Brief: Please restate the entries below word for word, leaving out any pictures.

Material for this exercise:

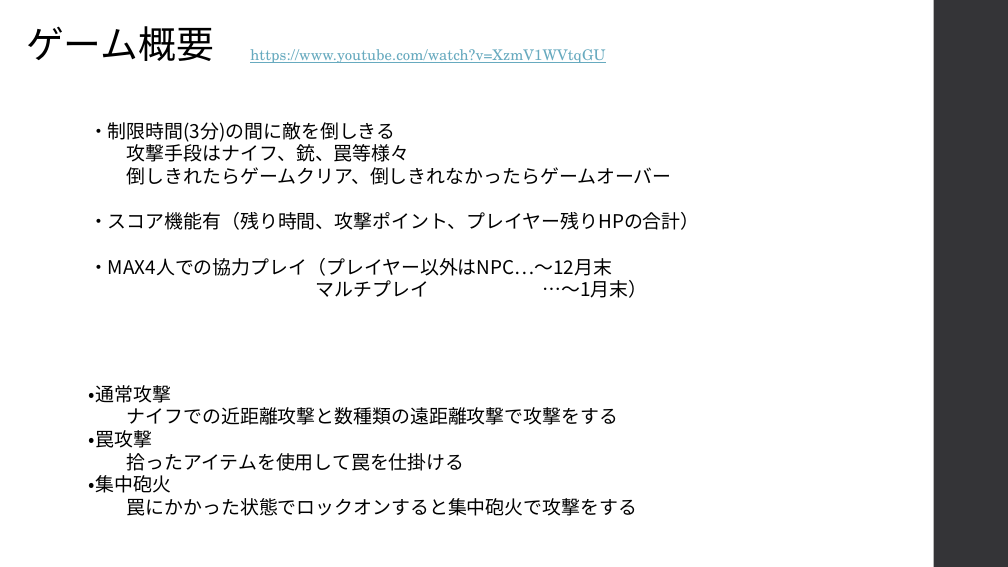
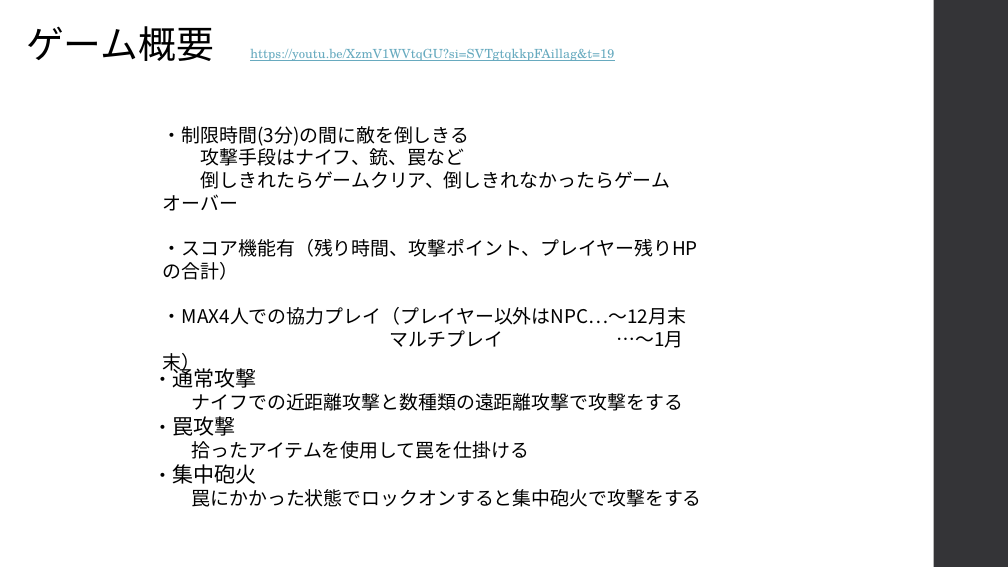
Before and after one commit to kakisawa/ProductionWork, a slide deck: slide 2 of 3DGame_3_NamelessGame/NamelessGame_企画書.pptx (slide 3 before the commit). Drawn at 1008x567 pixels with LibreOffice and Linux fonts; fonts in the diff are those of the drawing. Boxes give left, top, right and bottom in pixels: in the first picture for what was removed or moved away, otherwise in the second. Text is boxed around its words. In the diff, an @@ line names an element or a change of style, - is before the commit and + after.

```diff
--- a/3DGame_3_NamelessGame/NamelessGame_企画書.pptx
+++ b/3DGame_3_NamelessGame/NamelessGame_企画書.pptx
@@ text at [250, 49, 614, 61]: text changed; size 14 to 12 pt @@
-https://www.youtube.com/watch?v=XzmV1WVtqGU
+https://youtu.be/XzmV1WVtqGU?si=SVTgtqkkpFAillag&t=19
@@ text "・制限時間(3分)の間に敵を倒しきる": place and size @@
-text "・制限時間(3分)の間に敵を倒しきる" at [89, 122, 700, 298]
+text "・制限時間(3分)の間に敵を倒しきる" at [163, 126, 698, 325]
@@ text at [201, 145, 465, 166]: text changed @@
-攻撃手段はナイフ、銃、罠等様々
+攻撃手段はナイフ、銃、罠など
@@ text "・通常攻撃": place and size @@
-text "・通常攻撃" at [89, 385, 637, 516]
+text "・通常攻撃" at [154, 365, 702, 507]
@@ text "・通常攻撃" at [154, 365, 702, 507]: size 18 to 20 pt in "・通常攻撃", "・罠攻撃", "・集中砲火"; font TeX Gyre Schola to Noto Sans CJK JP @@
```
Also in this commit, not shown: 6 other slides changed, 1 slide removed, 7 other files.

Result below:
Before and after one commit to kakisawa/ProductionWork, a slide deck: slide 2 of 3DGame_3_NamelessGame/NamelessGame_企画書.pptx (slide 3 before the commit). Drawn at 1008x567 pixels with LibreOffice and Linux fonts; fonts in the diff are those of the drawing. Boxes give left, top, right and bottom in pixels: in the first picture for what was removed or moved away, otherwise in the second. Text is boxed around its words. In the diff, an @@ line names an element or a change of style, - is before the commit and + after.

```diff
--- a/3DGame_3_NamelessGame/NamelessGame_企画書.pptx
+++ b/3DGame_3_NamelessGame/NamelessGame_企画書.pptx
@@ text at [250, 49, 614, 61]: text changed; size 14 to 12 pt @@
-https://www.youtube.com/watch?v=XzmV1WVtqGU
+https://youtu.be/XzmV1WVtqGU?si=SVTgtqkkpFAillag&t=19
@@ text "・制限時間(3分)の間に敵を倒しきる": place and size @@
-text "・制限時間(3分)の間に敵を倒しきる" at [89, 122, 700, 298]
+text "・制限時間(3分)の間に敵を倒しきる" at [163, 126, 698, 325]
@@ text at [201, 145, 465, 166]: text changed @@
-攻撃手段はナイフ、銃、罠等様々
+攻撃手段はナイフ、銃、罠など
@@ text "・通常攻撃": place and size @@
-text "・通常攻撃" at [89, 385, 637, 516]
+text "・通常攻撃" at [154, 365, 702, 507]
@@ text "・通常攻撃" at [154, 365, 702, 507]: size 18 to 20 pt in "・通常攻撃", "・罠攻撃", "・集中砲火"; font TeX Gyre Schola to Noto Sans CJK JP @@
```
Also in this commit, not shown: 6 other slides changed, 1 slide removed, 7 other files.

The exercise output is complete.